**What this task involves**: Once the line holding "ceili(shift_remaining_game_hours() / float(eco.gem_skip_hours)))" is found in the listing below, write it out and each later line exactly, up to and including the one holding "Game.gems < gem_cost".

◆ ◆ ◆ ◆

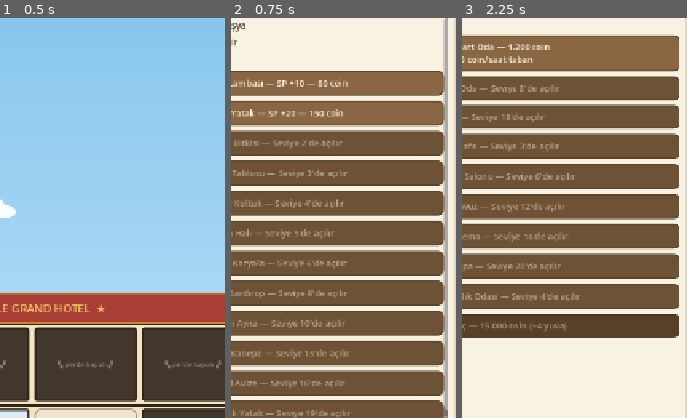
Above: before the commit, frames 1-3 (left to right).
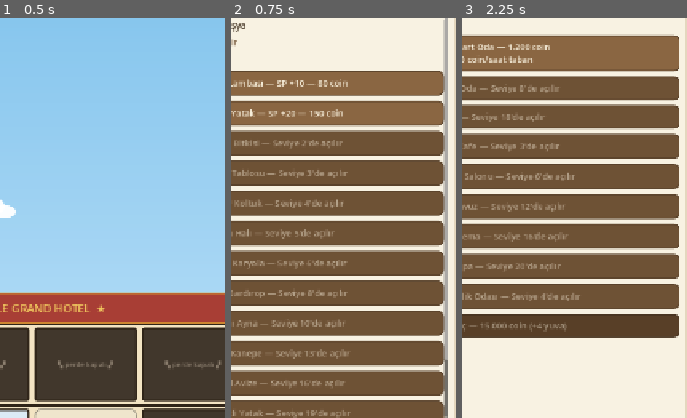
Above: after the commit, the same moments.

Repository: Eren-Ozcan/LittleGrandHotel
Game: Godot game, scene res://main.tscn
Two runs of this game, one before a commit and one after it. Both use one fixed random seed, a clock stepped at 60 frames per second and the inputs below.
Inputs (mouse positions are % of the whole screen's width and height, from its top left):
- Up to frame 1 (0.5 s): no input
- Up to frame 2 (0.75 s): click (14, 80) at 0.52 s
- Up to frame 3 (2.25 s): click (38, 80) at 1.27 s; click "+ Oda ekle" at 2 s
The pictures show only the part of the screen within x 43-93%, y 27-77%; the shares and areas given below are measured in that part.

Frame 1 is identical in both runs. In frame 2, 0.2% of the frame differs, in the area x 95-97%, y 85-98%; in frame 3, nothing differs.

Commit message:
Elmas harcama: vardiyayi elmasla bitirme + premium esyalar
- skip_shift(): kalan vardiya saatleri elmas karsiligi aninda islenir
  (2 oyun-saati basina 1 elmas, economy.json gem_skip_hours)
- Premium esyalar: gem_price ile elmasla satin alma (Altin Heykel,
  Kraliyet Akvaryumu) + SVG asset'leri
- Vardiya popup'inda "Elmasla simdi bitir" butonu, magazada elmas fiyati
- 12 yeni birim test (elmas bedeli, dusum, coin korunumu)

Co-Authored-By: Claude Fable 5 <noreply@anthropic.com>

Diff:
--- /dev/null
+++ b/assets/items/aquarium_royal.svg
@@ -0,0 +1,13 @@
+<svg xmlns="http://www.w3.org/2000/svg" width="64" height="64" viewBox="0 0 64 64">
+  <rect x="6" y="54" width="52" height="6" rx="2" fill="#8a6642" stroke="#6e4f31" stroke-width="2"/>
+  <rect x="10" y="14" width="44" height="40" rx="4" fill="#bfe6f2" stroke="#a07118" stroke-width="3"/>
+  <rect x="10" y="14" width="44" height="8" rx="4" fill="#dff2f7" stroke="#a07118" stroke-width="3"/>
+  <rect x="8" y="10" width="48" height="6" rx="3" fill="#f0c75e" stroke="#a07118" stroke-width="2"/>
+  <path d="M 22 36 C 25 32 30 32 33 36 C 30 40 25 40 22 36 Z" fill="#e8843c" stroke="#b35a1e" stroke-width="1.5"/>
+  <path d="M 33 36 L 38 32 L 38 40 Z" fill="#e8843c" stroke="#b35a1e" stroke-width="1.5"/>
+  <circle cx="25" cy="35" r="1.2" fill="#4a3b2a"/>
+  <path d="M 42 46 C 40 44 40 40 42 38 C 44 40 44 44 42 46 Z" fill="#58b88a"/>
+  <path d="M 16 48 C 15 45 15 42 16 40" fill="none" stroke="#58b88a" stroke-width="2" stroke-linecap="round"/>
+  <circle cx="46" cy="26" r="1.5" fill="#ffffff" opacity="0.8"/>
+  <circle cx="48" cy="21" r="1.1" fill="#ffffff" opacity="0.8"/>
+</svg>
--- /dev/null
+++ b/assets/items/statue_gold.svg
@@ -0,0 +1,9 @@
+<svg xmlns="http://www.w3.org/2000/svg" width="64" height="64" viewBox="0 0 64 64">
+  <rect x="18" y="52" width="28" height="8" rx="2" fill="#8a6642" stroke="#6e4f31" stroke-width="2"/>
+  <rect x="22" y="46" width="20" height="6" rx="1" fill="#a07118"/>
+  <path d="M 32 12 C 26 12 24 18 26 24 C 22 28 22 36 26 40 L 26 46 L 38 46 L 38 40 C 42 36 42 28 38 24 C 40 18 38 12 32 12 Z" fill="#f0c75e" stroke="#a07118" stroke-width="2.5" stroke-linejoin="round"/>
+  <circle cx="32" cy="16" r="6" fill="#f8dc8c" stroke="#a07118" stroke-width="2"/>
+  <path d="M 27 30 C 29 32 35 32 37 30" fill="none" stroke="#a07118" stroke-width="1.5" stroke-linecap="round"/>
+  <circle cx="20" cy="10" r="2" fill="#fff3cf"/>
+  <circle cx="45" cy="20" r="1.6" fill="#fff3cf"/>
+</svg>
--- a/data/economy.json
+++ b/data/economy.json
@@ -10,6 +10,7 @@
   },
 
   "shift_rates": { "1": 8, "4": 10, "8": 11, "24": 13 },
+  "gem_skip_hours": 2,
   "occupancy_base": 0.7,
   "staff_per_room": 0.5,
   "auto_clean_hours": 0.5,
@@ -46,7 +47,9 @@
     { "id": "mirror_gold",  "name": "Varaklı Ayna",  "sp": 70, "price": 1100, "unlock_level": 10 },
     { "id": "sofa_velvet",  "name": "Kadife Kanepe", "sp": 90, "price": 1600, "unlock_level": 13 },
     { "id": "chandelier",   "name": "Kristal Avize", "sp": 120, "price": 2600, "unlock_level": 16 },
-    { "id": "bed_canopy",   "name": "Cibinlikli Yatak", "sp": 150, "price": 3800, "unlock_level": 19 }
+    { "id": "bed_canopy",   "name": "Cibinlikli Yatak", "sp": 150, "price": 3800, "unlock_level": 19 },
+    { "id": "statue_gold",    "name": "Altın Heykel",       "sp": 200, "price": 0, "gem_price": 15, "unlock_level": 6 },
+    { "id": "aquarium_royal", "name": "Kraliyet Akvaryumu", "sp": 280, "price": 0, "gem_price": 25, "unlock_level": 12 }
   ],
 
   "xp_curve": { "base": 100, "exp": 1.9 },
--- a/src/autoload/game.gd
+++ b/src/autoload/game.gd
@@ -257,6 +257,29 @@
 	coins -= cost
 	shift_end_unix = now() + hours * 3600.0 / time_scale
 	stat_shifts += 1
+	_check_quests()
+	state_changed.emit()
+	return true
+
+
+## Vardiyanın kalan kısmını elmasla anında bitirmenin bedeli.
+func skip_shift_gem_cost() -> int:
+	if not shift_active():
+		return 0
+	return maxi(1, ceili(shift_remaining_game_hours() / float(eco.gem_skip_hours)))
+
+
+## Elmas harcayarak vardiyanın kalanını anında işler ve vardiyayı bitirir.
+func skip_shift() -> bool:
+	if not shift_active():
+		return false
+	var cost := skip_shift_gem_cost()
+	if gems < cost:
+		return false
+	simulate_to(now())
+	gems -= cost
+	_advance(shift_remaining_game_hours())
+	shift_end_unix = now()
 	_check_quests()
 	state_changed.emit()
 	return true
@@ -358,14 +381,28 @@
 	return true
 
 
+## Eşyanın elmasla mı (premium) yoksa coin'le mi satıldığını söyler.
+func item_is_premium(it: Dictionary) -> bool:
+	return int(it.get("gem_price", 0)) > 0
+
+
+func can_afford_item(it: Dictionary) -> bool:
+	if item_is_premium(it):
+		return gems >= int(it.gem_price)
+	return coins >= int(it.price)
+
+
 func buy_item(room_index: int, item_id: String) -> bool:
 	if room_index < 0 or room_index >= rooms.size():
 		return false
 	var it := item_def(item_id)
-	if it.is_empty() or coins < int(it.price) or level() < int(it.get("unlock_level", 1)):
-		return false
-	simulate_to(now())
-	coins -= int(it.price)
+	if it.is_empty() or not can_afford_item(it) or level() < int(it.get("unlock_level", 1)):
+		return false
+	simulate_to(now())
+	if item_is_premium(it):
+		gems -= int(it.gem_price)
+	else:
+		coins -= int(it.price)
 	rooms[room_index].items.append(item_id)
 	_check_quests()
 	state_changed.emit()
--- a/src/main.gd
+++ b/src/main.gd
@@ -657,6 +657,14 @@
 	if Game.shift_active():
 		c.add_child(_label("Vardiya sürüyor — bitimine %s." % _fmt_hms(Game.shift_remaining_game_hours()), 16, PALETTE.text))
 		c.add_child(_label("Birikimi istediğin an toplayabilirsin.", 14, PALETTE.muted))
+		var gem_cost := Game.skip_shift_gem_cost()
+		var skip_b := _button("Elmasla şimdi bitir — %d elmas" % gem_cost, 15, PALETTE.green_deep, PALETTE.cream_text)
+		skip_b.disabled = Game.gems < gem_cost
+		skip_b.pressed.connect(func():
+			if Game.skip_shift():
+				_show_toast("Vardiya elmasla tamamlandı — birikim kasada!")
+				_close_popup())
+		c.add_child(skip_b)
 		return
 	c.add_child(_label("Süre seç — kısa vardiya saat başına daha ucuzdur:", 14, PALETTE.muted))
 	for hours: int in [1, 4, 8, 24]:
@@ -730,13 +738,15 @@
 		row.add_theme_constant_override("separation", 8)
 		c.add_child(row)
 		row.add_child(_icon("res://assets/items/%s.svg" % it.id, 40))
-		var b := _button("%s — SP +%d — %s coin" % [it.name, int(it.sp), _fmt(int(it.price))], 14, PALETTE.wood, PALETTE.cream_text)
+		var price_text: String = "%d elmas ◆" % int(it.get("gem_price", 0)) if Game.item_is_premium(it) else "%s coin" % _fmt(int(it.price))
+		var b := _button("%s — SP +%d — %s" % [it.name, int(it.sp), price_text], 14,
+			PALETTE.green_deep if Game.item_is_premium(it) else PALETTE.wood, PALETTE.cream_text)
 		b.size_flags_horizontal = Control.SIZE_EXPAND_FILL
 		if lv < int(it.get("unlock_level", 1)):
 			b.text = "%s — Seviye %d'de açılır" % [it.name, int(it.unlock_level)]
 			b.disabled = true
 		else:
-			b.disabled = Game.coins < int(it.price)
+			b.disabled = not Game.can_afford_item(it)
 			var iid: String = it.id
 			b.pressed.connect(func():
 				if Game.buy_item(selected_room, iid):
--- a/tests/sim_check.gd
+++ b/tests/sim_check.gd
@@ -91,6 +91,31 @@
 	g.add_xp(g.xp_for_level(g.level() + 1) - g.xp + 1)  # tam bir seviye atlat
 	check(g.gems > gems_before, "seviye atlama elmas verdi")
 
+	# 8b) Elmasla vardiya bitirme
+	if g.shift_active():
+		g.shift_end_unix = g.now()
+	check(not g.skip_shift(), "vardiya yokken elmasla bitirme reddedilir")
+	check(g.start_shift(24), "24 saatlik vardiya başladı (elmas testi)")
+	var skip_cost: int = g.skip_shift_gem_cost()
+	check(skip_cost >= 1 and skip_cost <= 12, "elmas bedeli makul (şu an %d)" % skip_cost)
+	g.gems = maxi(g.gems, skip_cost)
+	var gems_b: int = g.gems
+	var pend_b: float = g.pending_income
+	check(g.skip_shift(), "vardiya elmasla bitirildi")
+	check(g.gems == gems_b - skip_cost, "elmas bedeli düşüldü")
+	check(not g.shift_active(), "vardiya kapandı")
+	check(g.pending_income > pend_b, "kalan saatlerin geliri işlendi")
+
+	# 8c) Premium eşya elmasla alınır
+	var it_prem: Dictionary = g.item_def("statue_gold")
+	check(g.item_is_premium(it_prem), "Altın Heykel premium eşya")
+	g.gems = maxi(g.gems, int(it_prem.gem_price))
+	gems_b = g.gems
+	var coins_b: int = g.coins
+	check(g.buy_item(1, "statue_gold"), "premium eşya alındı")
+	check(g.gems == gems_b - int(it_prem.gem_price), "premium bedeli elmastan düşüldü")
+	check(g.coins == coins_b, "premium alım coin harcamadı")
+
 	# 9) Yuva/kat sınırları
 	var big_price: int = g.floor_price()
 	check(big_price == 15000, "3. kat fiyatı 15000")
Not shown, added: assets/items/aquarium_royal.svg.import
Not shown, added: assets/items/statue_gold.svg.import

◆ ◆ ◆ ◆

**Exercise answer**:
+	return maxi(1, ceili(shift_remaining_game_hours() / float(eco.gem_skip_hours)))
+
+
+## Elmas harcayarak vardiyanın kalanını anında işler ve vardiyayı bitirir.
+func skip_shift() -> bool:
+	if not shift_active():
+		return false
+	var cost := skip_shift_gem_cost()
+	if gems < cost:
+		return false
+	simulate_to(now())
+	gems -= cost
+	_advance(shift_remaining_game_hours())
+	shift_end_unix = now()
 	_check_quests()
 	state_changed.emit()
 	return true
@@ -358,14 +381,28 @@
 	return true
 
 
+## Eşyanın elmasla mı (premium) yoksa coin'le mi satıldığını söyler.
+func item_is_premium(it: Dictionary) -> bool:
+	return int(it.get("gem_price", 0)) > 0
+
+
+func can_afford_item(it: Dictionary) -> bool:
+	if item_is_premium(it):
+		return gems >= int(it.gem_price)
+	return coins >= int(it.price)
+
+
 func buy_item(room_index: int, item_id: String) -> bool:
 	if room_index < 0 or room_index >= rooms.size():
 		return false
 	var it := item_def(item_id)
-	if it.is_empty() or coins < int(it.price) or level() < int(it.get("unlock_level", 1)):
-		return false
-	simulate_to(now())
-	coins -= int(it.price)
+	if it.is_empty() or not can_afford_item(it) or level() < int(it.get("unlock_level", 1)):
+		return false
+	simulate_to(now())
+	if item_is_premium(it):
+		gems -= int(it.gem_price)
+	else:
+		coins -= int(it.price)
 	rooms[room_index].items.append(item_id)
 	_check_quests()
 	state_changed.emit()
--- a/src/main.gd
+++ b/src/main.gd
@@ -657,6 +657,14 @@
 	if Game.shift_active():
 		c.add_child(_label("Vardiya sürüyor — bitimine %s." % _fmt_hms(Game.shift_remaining_game_hours()), 16, PALETTE.text))
 		c.add_child(_label("Birikimi istediğin an toplayabilirsin.", 14, PALETTE.muted))
+		var gem_cost := Game.skip_shift_gem_cost()
+		var skip_b := _button("Elmasla şimdi bitir — %d elmas" % gem_cost, 15, PALETTE.green_deep, PALETTE.cream_text)
+		skip_b.disabled = Game.gems < gem_cost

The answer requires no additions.